_Task requirements_
Report each line of the entries below that has the word "with" in it.

_Supplied records_
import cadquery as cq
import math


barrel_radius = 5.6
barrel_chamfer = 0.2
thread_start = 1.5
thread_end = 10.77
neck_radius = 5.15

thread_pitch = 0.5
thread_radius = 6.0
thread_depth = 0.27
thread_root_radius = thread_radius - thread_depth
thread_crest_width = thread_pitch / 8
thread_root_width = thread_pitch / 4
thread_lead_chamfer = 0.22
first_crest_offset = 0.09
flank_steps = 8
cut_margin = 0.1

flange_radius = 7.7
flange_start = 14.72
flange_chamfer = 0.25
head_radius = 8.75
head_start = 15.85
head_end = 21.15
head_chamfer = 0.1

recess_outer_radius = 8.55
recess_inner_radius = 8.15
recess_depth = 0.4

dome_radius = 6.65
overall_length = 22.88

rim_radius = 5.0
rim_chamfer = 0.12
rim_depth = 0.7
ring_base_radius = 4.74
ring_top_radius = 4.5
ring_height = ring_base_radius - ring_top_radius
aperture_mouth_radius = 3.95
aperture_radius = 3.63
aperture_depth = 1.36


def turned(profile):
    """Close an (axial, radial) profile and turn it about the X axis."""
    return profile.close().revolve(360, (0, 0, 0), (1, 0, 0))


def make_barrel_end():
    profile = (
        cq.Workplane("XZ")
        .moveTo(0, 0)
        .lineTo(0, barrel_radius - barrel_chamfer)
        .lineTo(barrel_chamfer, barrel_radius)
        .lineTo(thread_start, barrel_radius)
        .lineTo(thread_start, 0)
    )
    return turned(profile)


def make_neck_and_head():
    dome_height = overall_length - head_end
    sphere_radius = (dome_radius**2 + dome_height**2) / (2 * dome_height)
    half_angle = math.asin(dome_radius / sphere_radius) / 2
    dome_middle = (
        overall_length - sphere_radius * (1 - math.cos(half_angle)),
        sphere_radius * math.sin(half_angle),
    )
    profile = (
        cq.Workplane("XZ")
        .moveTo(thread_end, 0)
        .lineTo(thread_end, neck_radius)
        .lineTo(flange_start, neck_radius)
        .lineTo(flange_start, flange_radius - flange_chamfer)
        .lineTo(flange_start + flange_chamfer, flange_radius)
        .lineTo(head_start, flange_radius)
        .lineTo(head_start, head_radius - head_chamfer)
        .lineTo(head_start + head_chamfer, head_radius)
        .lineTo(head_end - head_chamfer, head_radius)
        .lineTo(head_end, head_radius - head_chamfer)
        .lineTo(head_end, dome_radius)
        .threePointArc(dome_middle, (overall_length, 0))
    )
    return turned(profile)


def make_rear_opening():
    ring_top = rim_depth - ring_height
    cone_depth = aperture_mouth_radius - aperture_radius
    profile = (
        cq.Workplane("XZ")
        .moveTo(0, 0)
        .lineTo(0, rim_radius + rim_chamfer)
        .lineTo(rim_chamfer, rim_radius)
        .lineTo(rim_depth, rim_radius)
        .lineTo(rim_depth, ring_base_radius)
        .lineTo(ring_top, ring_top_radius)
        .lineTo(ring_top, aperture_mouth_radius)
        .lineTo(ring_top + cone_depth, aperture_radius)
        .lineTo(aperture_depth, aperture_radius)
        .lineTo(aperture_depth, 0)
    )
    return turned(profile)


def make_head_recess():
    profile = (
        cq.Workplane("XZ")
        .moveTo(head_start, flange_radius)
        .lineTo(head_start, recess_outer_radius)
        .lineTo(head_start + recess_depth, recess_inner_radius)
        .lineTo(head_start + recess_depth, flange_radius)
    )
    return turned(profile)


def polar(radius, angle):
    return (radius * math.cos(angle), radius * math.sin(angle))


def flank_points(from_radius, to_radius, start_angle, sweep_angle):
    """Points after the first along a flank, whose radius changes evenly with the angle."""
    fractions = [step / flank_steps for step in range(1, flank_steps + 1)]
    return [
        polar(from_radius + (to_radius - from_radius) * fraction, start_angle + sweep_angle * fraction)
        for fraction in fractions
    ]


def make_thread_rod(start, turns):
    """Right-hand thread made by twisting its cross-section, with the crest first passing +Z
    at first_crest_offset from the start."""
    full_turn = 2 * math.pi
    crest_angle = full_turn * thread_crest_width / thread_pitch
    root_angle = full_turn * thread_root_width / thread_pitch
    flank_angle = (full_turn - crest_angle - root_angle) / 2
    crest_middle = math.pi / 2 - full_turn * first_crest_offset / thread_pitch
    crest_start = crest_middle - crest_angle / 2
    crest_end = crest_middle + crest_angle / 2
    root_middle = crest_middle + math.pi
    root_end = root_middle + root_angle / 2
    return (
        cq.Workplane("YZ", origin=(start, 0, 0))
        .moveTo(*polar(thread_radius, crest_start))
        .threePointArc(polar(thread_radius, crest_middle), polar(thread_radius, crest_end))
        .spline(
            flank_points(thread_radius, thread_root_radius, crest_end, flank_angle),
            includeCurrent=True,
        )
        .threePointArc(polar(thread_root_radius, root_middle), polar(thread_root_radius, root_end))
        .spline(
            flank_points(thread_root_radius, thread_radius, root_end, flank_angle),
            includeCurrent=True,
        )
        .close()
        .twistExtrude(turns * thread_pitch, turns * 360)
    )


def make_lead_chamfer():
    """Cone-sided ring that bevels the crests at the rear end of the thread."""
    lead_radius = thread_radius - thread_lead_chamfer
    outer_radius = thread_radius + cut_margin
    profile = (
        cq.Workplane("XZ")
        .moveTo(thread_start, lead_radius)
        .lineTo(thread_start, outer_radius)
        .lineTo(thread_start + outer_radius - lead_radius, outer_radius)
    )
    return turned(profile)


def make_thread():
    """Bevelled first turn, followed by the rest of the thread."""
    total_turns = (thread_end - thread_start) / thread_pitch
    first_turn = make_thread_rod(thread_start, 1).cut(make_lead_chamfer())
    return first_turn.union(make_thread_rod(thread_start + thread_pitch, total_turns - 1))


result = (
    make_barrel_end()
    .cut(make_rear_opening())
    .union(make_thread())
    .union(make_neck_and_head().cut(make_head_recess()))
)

_Exercise output_
    """Points after the first along a flank, whose radius changes evenly with the angle."""
    """Right-hand thread made by twisting its cross-section, with the crest first passing +Z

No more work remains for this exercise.